• **Extracted information**:
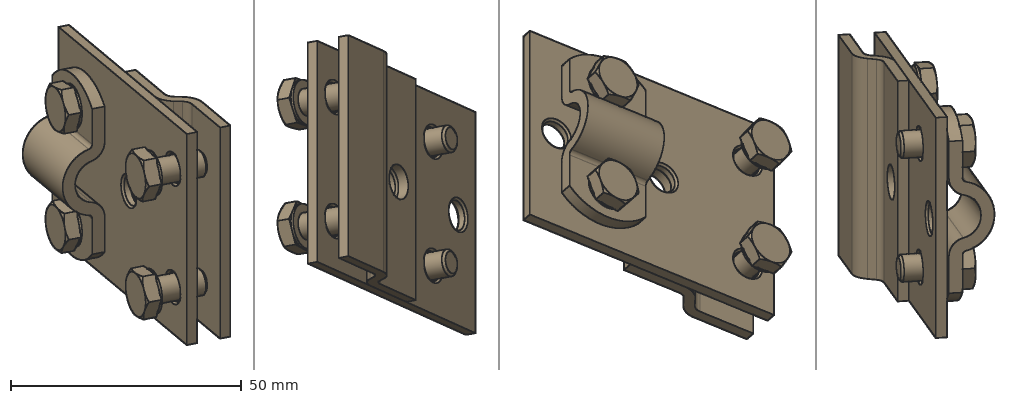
import cadquery as cq
import math


plate_length = 64.0
plate_height = 50.0
sheet_thickness = 2.5
edge_hole_x = 7.0
middle_hole_x = 35.0
plate_hole_diameter = 6.65
hole_chamfer = 0.5

clamp_bolt_x = 17.0
end_bolt_x = 57.0
bolt_z = 14.0
shank_diameter = 6.0
shank_length = 12.0
shank_chamfer = 0.6
head_across_flats = 10.0
head_height = 4.0
collar_height = 0.6
head_chamfer_angle = 30.0
clamp_bolt_turn = 7.5
end_bolt_turn = 3.3

clamp_gap = 1.9
clamp_thickness = 3.0
clamp_width = 20.0
clamp_end_z = 21.5
clamp_corner_z = 17.2
clamp_crest = 12.0
saddle_outer_radius = 8.0
foot_outer_radius = 1.0

bracket_start_x = 28.0
bracket_offset = 5.5
bracket_hole_diameter = plate_hole_diameter + 2 * hole_chamfer
bend_centre_x = 46.2
bend_angle = 60.0
bend_inner_radius = 2.5

clamp_front_y = -(clamp_gap + clamp_thickness)


def y_hole(diameter, x, z):
    """Cylinder along Y, long enough to cut through every sheet."""
    length = 2 * plate_length
    start = cq.Vector(x, -plate_length, z)
    return cq.Workplane(obj=cq.Solid.makeCylinder(diameter / 2, length, start, cq.Vector(0, 1, 0)))


def make_plate():
    plate = cq.Workplane("XY").box(
        plate_length, sheet_thickness, plate_height, centered=(False, False, True)
    )
    hole_centres = [(edge_hole_x, 0), (middle_hole_x, 0)]
    for x in (clamp_bolt_x, end_bolt_x):
        hole_centres += [(x, -bolt_z), (x, bolt_z)]
    for x, z in hole_centres:
        plate = plate.cut(y_hole(plate_hole_diameter, x, z))
    hole_rims = plate.faces("<Y or >Y").edges("%CIRCLE")
    return hole_rims.chamfer(hole_chamfer)


def make_bracket():
    """Joggled strip: a leg on the plate, two opposite bends, and a leg held off the plate."""
    angle = math.radians(bend_angle)
    bend_radius = bend_inner_radius + sheet_thickness / 2
    web_rise = bracket_offset - 2 * bend_radius * (1 - math.cos(angle))
    web_run = web_rise / math.tan(angle)
    half_run = bend_radius * math.sin(angle) + web_run / 2

    lower_y = sheet_thickness + sheet_thickness / 2
    path = (
        cq.Workplane("XY")
        .moveTo(bracket_start_x, lower_y)
        .lineTo(bend_centre_x - half_run, lower_y)
        .radiusArc((bend_centre_x - web_run / 2, lower_y + (bracket_offset - web_rise) / 2), -bend_radius)
        .line(web_run, web_rise)
        .radiusArc((bend_centre_x + half_run, lower_y + bracket_offset), bend_radius)
        .lineTo(plate_length, lower_y + bracket_offset)
    )
    bracket = (
        cq.Workplane("YZ", origin=(bracket_start_x, lower_y, 0))
        .rect(sheet_thickness, plate_height)
        .sweep(path)
    )
    return bracket.cut(y_hole(bracket_hole_diameter, middle_hole_x, 0))


def make_clamp():
    """Strap with a half-round saddle between two flat feet."""
    saddle_inner_radius = saddle_outer_radius - clamp_thickness
    foot_inner_radius = foot_outer_radius + clamp_thickness
    saddle_y = saddle_outer_radius - clamp_crest
    foot_bend_y = clamp_front_y - foot_outer_radius

    centre_distance = saddle_outer_radius + foot_outer_radius
    drop = saddle_y - foot_bend_y
    foot_bend_z = math.sqrt(centre_distance**2 - drop**2)

    def tangent_point(saddle_radius, side):
        """Point where the saddle arc of this radius runs into the foot bend, as (Y, Z)."""
        share = saddle_radius / centre_distance
        return (saddle_y - drop * share, side * foot_bend_z * share)

    profile = (
        cq.Workplane("YZ", origin=(clamp_bolt_x - clamp_width / 2, 0, 0))
        .moveTo(clamp_front_y, clamp_end_z)
        .lineTo(clamp_front_y, foot_bend_z)
        .radiusArc(tangent_point(saddle_outer_radius, 1), foot_outer_radius)
        .threePointArc((-clamp_crest, 0), tangent_point(saddle_outer_radius, -1))
        .radiusArc((clamp_front_y, -foot_bend_z), foot_outer_radius)
        .lineTo(clamp_front_y, -clamp_end_z)
        .lineTo(-clamp_gap, -clamp_end_z)
        .lineTo(-clamp_gap, -foot_bend_z)
        .radiusArc(tangent_point(saddle_inner_radius, -1), -foot_inner_radius)
        .threePointArc((saddle_y - saddle_inner_radius, 0), tangent_point(saddle_inner_radius, 1))
        .radiusArc((-clamp_gap, foot_bend_z), -foot_inner_radius)
        .lineTo(-clamp_gap, clamp_end_z)
        .close()
    )
    strap = profile.extrude(clamp_width)

    half_width = clamp_width / 2
    outline = (
        cq.Workplane("XZ", origin=(clamp_bolt_x, 0, 0))
        .moveTo(-half_width, -clamp_corner_z)
        .lineTo(-half_width, clamp_corner_z)
        .threePointArc((0, clamp_end_z), (half_width, clamp_corner_z))
        .lineTo(half_width, -clamp_corner_z)
        .threePointArc((0, -clamp_end_z), (-half_width, -clamp_corner_z))
        .close()
        .extrude(clamp_crest)
    )
    clamp = strap.intersect(outline)
    for z in (-bolt_z, bolt_z):
        clamp = clamp.cut(y_hole(shank_diameter, clamp_bolt_x, z))
    return clamp


def make_bolt(x, z, turn):
    """Hexagon bolt pointing to +Y, with its bearing face level with the clamp front."""
    flat_radius = head_across_flats / 2
    corner_radius = flat_radius / math.cos(math.pi / 6)
    chamfer_depth = (corner_radius - flat_radius) * math.tan(math.radians(head_chamfer_angle))

    hexagon = (
        cq.Workplane("XY")
        .polygon(6, 2 * corner_radius)
        .extrude(head_height - collar_height)
    )
    blank = (
        cq.Workplane("XY")
        .circle(corner_radius)
        .extrude(head_height - collar_height)
        .faces("<Z")
        .chamfer(chamfer_depth, corner_radius - flat_radius)
    )
    collar = (
        cq.Workplane("XY", origin=(0, 0, head_height - collar_height))
        .circle(flat_radius)
        .extrude(collar_height)
    )
    shank = (
        cq.Workplane("XY", origin=(0, 0, head_height))
        .circle(shank_diameter / 2)
        .extrude(shank_length)
        .faces(">Z")
        .chamfer(shank_chamfer)
    )
    bolt = hexagon.intersect(blank).union(collar).union(shank)
    return (
        bolt.rotate((0, 0, 0), (0, 0, 1), turn)
        .rotate((0, 0, 0), (1, 0, 0), -90)
        .translate((x, clamp_front_y - head_height, z))
    )


plate = make_plate()
bracket = make_bracket()
clamp = make_clamp()

bolts = []
for bolt_x, bolt_turn in ((clamp_bolt_x, clamp_bolt_turn), (end_bolt_x, -end_bolt_turn)):
    for side in (-1, 1):
        bolts.append(make_bolt(bolt_x, side * bolt_z, -side * bolt_turn))

result = cq.Compound.makeCompound(
    [plate.val(), bracket.val(), clamp.val(), *[bolt.val() for bolt in bolts]]
)

• **Your assignment**: Among the lines above, find those that contain the word "drop" and copy them.

• **Answer section**:
    drop = saddle_y - foot_bend_y
    foot_bend_z = math.sqrt(centre_distance**2 - drop**2)
        return (saddle_y - drop * share, side * foot_bend_z * share)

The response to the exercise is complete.